(Extracted data entries)

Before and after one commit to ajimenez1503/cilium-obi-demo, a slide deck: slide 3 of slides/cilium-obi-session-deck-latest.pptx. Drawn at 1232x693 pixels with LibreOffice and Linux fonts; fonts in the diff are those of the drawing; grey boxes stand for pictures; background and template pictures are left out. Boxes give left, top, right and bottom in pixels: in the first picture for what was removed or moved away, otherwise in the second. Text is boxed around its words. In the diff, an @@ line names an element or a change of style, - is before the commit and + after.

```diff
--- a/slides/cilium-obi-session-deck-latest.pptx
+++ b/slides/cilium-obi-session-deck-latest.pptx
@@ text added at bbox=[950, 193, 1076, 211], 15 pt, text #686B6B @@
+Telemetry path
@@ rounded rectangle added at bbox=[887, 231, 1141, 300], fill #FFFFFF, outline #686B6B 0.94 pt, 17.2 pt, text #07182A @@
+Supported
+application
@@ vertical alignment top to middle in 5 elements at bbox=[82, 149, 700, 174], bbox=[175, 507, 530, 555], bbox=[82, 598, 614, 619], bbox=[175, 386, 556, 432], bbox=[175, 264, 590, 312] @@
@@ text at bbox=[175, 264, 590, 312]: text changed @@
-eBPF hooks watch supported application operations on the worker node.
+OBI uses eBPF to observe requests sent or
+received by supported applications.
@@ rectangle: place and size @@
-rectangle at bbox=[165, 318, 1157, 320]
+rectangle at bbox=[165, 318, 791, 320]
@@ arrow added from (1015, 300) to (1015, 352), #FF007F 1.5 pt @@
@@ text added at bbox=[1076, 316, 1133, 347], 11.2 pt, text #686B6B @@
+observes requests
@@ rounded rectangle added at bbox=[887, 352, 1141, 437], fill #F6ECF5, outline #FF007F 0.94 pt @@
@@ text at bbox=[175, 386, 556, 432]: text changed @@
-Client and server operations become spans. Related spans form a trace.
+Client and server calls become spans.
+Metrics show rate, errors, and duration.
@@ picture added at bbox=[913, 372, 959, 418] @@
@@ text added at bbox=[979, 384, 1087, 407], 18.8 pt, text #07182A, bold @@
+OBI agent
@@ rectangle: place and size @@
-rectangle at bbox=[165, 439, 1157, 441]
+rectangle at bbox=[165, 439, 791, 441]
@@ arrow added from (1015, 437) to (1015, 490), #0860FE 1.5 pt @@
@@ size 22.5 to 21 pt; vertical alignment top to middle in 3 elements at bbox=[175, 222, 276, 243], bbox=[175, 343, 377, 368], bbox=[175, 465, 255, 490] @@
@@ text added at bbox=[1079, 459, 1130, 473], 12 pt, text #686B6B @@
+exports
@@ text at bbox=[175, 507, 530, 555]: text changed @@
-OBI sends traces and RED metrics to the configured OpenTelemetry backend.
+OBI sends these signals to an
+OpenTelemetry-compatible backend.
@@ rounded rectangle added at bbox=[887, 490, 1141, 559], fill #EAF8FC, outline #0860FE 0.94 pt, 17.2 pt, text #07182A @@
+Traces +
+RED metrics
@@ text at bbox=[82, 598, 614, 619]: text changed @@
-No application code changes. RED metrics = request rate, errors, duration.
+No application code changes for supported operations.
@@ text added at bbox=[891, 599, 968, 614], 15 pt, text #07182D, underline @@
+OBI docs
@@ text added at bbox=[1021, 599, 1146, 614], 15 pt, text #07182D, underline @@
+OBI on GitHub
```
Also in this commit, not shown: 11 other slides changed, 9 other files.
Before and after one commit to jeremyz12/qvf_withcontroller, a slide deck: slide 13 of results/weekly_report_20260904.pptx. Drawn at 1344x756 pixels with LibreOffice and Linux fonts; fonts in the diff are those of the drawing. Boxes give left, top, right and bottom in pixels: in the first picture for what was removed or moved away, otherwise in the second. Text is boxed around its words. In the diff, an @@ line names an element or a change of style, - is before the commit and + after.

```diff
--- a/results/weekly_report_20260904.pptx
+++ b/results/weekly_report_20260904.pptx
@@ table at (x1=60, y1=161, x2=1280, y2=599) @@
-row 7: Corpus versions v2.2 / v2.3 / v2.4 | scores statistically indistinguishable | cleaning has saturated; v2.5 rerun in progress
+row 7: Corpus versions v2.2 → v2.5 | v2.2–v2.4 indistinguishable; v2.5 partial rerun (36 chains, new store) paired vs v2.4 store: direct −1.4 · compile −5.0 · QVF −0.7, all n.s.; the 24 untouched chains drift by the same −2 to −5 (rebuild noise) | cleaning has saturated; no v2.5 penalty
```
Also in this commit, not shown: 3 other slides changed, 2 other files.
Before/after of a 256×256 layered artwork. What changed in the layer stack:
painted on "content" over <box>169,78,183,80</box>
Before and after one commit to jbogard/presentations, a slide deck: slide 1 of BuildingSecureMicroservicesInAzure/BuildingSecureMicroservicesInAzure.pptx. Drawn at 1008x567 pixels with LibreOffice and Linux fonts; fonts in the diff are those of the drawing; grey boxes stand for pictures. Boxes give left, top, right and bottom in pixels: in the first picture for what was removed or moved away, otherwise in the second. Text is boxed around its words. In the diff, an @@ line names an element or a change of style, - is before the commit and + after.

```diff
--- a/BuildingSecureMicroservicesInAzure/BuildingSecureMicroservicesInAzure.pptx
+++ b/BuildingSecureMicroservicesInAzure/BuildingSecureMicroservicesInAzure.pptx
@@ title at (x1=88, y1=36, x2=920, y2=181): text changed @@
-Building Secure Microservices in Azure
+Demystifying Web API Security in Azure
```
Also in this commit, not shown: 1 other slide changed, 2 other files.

EXERCISE DIRECTIONS: Your task is to transcribe each record faithfully and in full.

SOLUTION TO THIS TASK:
Before and after one commit to ajimenez1503/cilium-obi-demo, a slide deck: slide 3 of slides/cilium-obi-session-deck-latest.pptx. Drawn at 1232x693 pixels with LibreOffice and Linux fonts; fonts in the diff are those of the drawing; grey boxes stand for pictures; background and template pictures are left out. Boxes give left, top, right and bottom in pixels: in the first picture for what was removed or moved away, otherwise in the second. Text is boxed around its words. In the diff, an @@ line names an element or a change of style, - is before the commit and + after.

```diff
--- a/slides/cilium-obi-session-deck-latest.pptx
+++ b/slides/cilium-obi-session-deck-latest.pptx
@@ text added at bbox=[950, 193, 1076, 211], 15 pt, text #686B6B @@
+Telemetry path
@@ rounded rectangle added at bbox=[887, 231, 1141, 300], fill #FFFFFF, outline #686B6B 0.94 pt, 17.2 pt, text #07182A @@
+Supported
+application
@@ vertical alignment top to middle in 5 elements at bbox=[82, 149, 700, 174], bbox=[175, 507, 530, 555], bbox=[82, 598, 614, 619], bbox=[175, 386, 556, 432], bbox=[175, 264, 590, 312] @@
@@ text at bbox=[175, 264, 590, 312]: text changed @@
-eBPF hooks watch supported application operations on the worker node.
+OBI uses eBPF to observe requests sent or
+received by supported applications.
@@ rectangle: place and size @@
-rectangle at bbox=[165, 318, 1157, 320]
+rectangle at bbox=[165, 318, 791, 320]
@@ arrow added from (1015, 300) to (1015, 352), #FF007F 1.5 pt @@
@@ text added at bbox=[1076, 316, 1133, 347], 11.2 pt, text #686B6B @@
+observes requests
@@ rounded rectangle added at bbox=[887, 352, 1141, 437], fill #F6ECF5, outline #FF007F 0.94 pt @@
@@ text at bbox=[175, 386, 556, 432]: text changed @@
-Client and server operations become spans. Related spans form a trace.
+Client and server calls become spans.
+Metrics show rate, errors, and duration.
@@ picture added at bbox=[913, 372, 959, 418] @@
@@ text added at bbox=[979, 384, 1087, 407], 18.8 pt, text #07182A, bold @@
+OBI agent
@@ rectangle: place and size @@
-rectangle at bbox=[165, 439, 1157, 441]
+rectangle at bbox=[165, 439, 791, 441]
@@ arrow added from (1015, 437) to (1015, 490), #0860FE 1.5 pt @@
@@ size 22.5 to 21 pt; vertical alignment top to middle in 3 elements at bbox=[175, 222, 276, 243], bbox=[175, 343, 377, 368], bbox=[175, 465, 255, 490] @@
@@ text added at bbox=[1079, 459, 1130, 473], 12 pt, text #686B6B @@
+exports
@@ text at bbox=[175, 507, 530, 555]: text changed @@
-OBI sends traces and RED metrics to the configured OpenTelemetry backend.
+OBI sends these signals to an
+OpenTelemetry-compatible backend.
@@ rounded rectangle added at bbox=[887, 490, 1141, 559], fill #EAF8FC, outline #0860FE 0.94 pt, 17.2 pt, text #07182A @@
+Traces +
+RED metrics
@@ text at bbox=[82, 598, 614, 619]: text changed @@
-No application code changes. RED metrics = request rate, errors, duration.
+No application code changes for supported operations.
@@ text added at bbox=[891, 599, 968, 614], 15 pt, text #07182D, underline @@
+OBI docs
@@ text added at bbox=[1021, 599, 1146, 614], 15 pt, text #07182D, underline @@
+OBI on GitHub
```
Also in this commit, not shown: 11 other slides changed, 9 other files.
Before and after one commit to jeremyz12/qvf_withcontroller, a slide deck: slide 13 of results/weekly_report_20260904.pptx. Drawn at 1344x756 pixels with LibreOffice and Linux fonts; fonts in the diff are those of the drawing. Boxes give left, top, right and bottom in pixels: in the first picture for what was removed or moved away, otherwise in the second. Text is boxed around its words. In the diff, an @@ line names an element or a change of style, - is before the commit and + after.

```diff
--- a/results/weekly_report_20260904.pptx
+++ b/results/weekly_report_20260904.pptx
@@ table at (x1=60, y1=161, x2=1280, y2=599) @@
-row 7: Corpus versions v2.2 / v2.3 / v2.4 | scores statistically indistinguishable | cleaning has saturated; v2.5 rerun in progress
+row 7: Corpus versions v2.2 → v2.5 | v2.2–v2.4 indistinguishable; v2.5 partial rerun (36 chains, new store) paired vs v2.4 store: direct −1.4 · compile −5.0 · QVF −0.7, all n.s.; the 24 untouched chains drift by the same −2 to −5 (rebuild noise) | cleaning has saturated; no v2.5 penalty
```
Also in this commit, not shown: 3 other slides changed, 2 other files.
Before/after of a 256×256 layered artwork. What changed in the layer stack:
painted on "content" over <box>169,78,183,80</box>
Before and after one commit to jbogard/presentations, a slide deck: slide 1 of BuildingSecureMicroservicesInAzure/BuildingSecureMicroservicesInAzure.pptx. Drawn at 1008x567 pixels with LibreOffice and Linux fonts; fonts in the diff are those of the drawing; grey boxes stand for pictures. Boxes give left, top, right and bottom in pixels: in the first picture for what was removed or moved away, otherwise in the second. Text is boxed around its words. In the diff, an @@ line names an element or a change of style, - is before the commit and + after.

```diff
--- a/BuildingSecureMicroservicesInAzure/BuildingSecureMicroservicesInAzure.pptx
+++ b/BuildingSecureMicroservicesInAzure/BuildingSecureMicroservicesInAzure.pptx
@@ title at (x1=88, y1=36, x2=920, y2=181): text changed @@
-Building Secure Microservices in Azure
+Demystifying Web API Security in Azure
```
Also in this commit, not shown: 1 other slide changed, 2 other files.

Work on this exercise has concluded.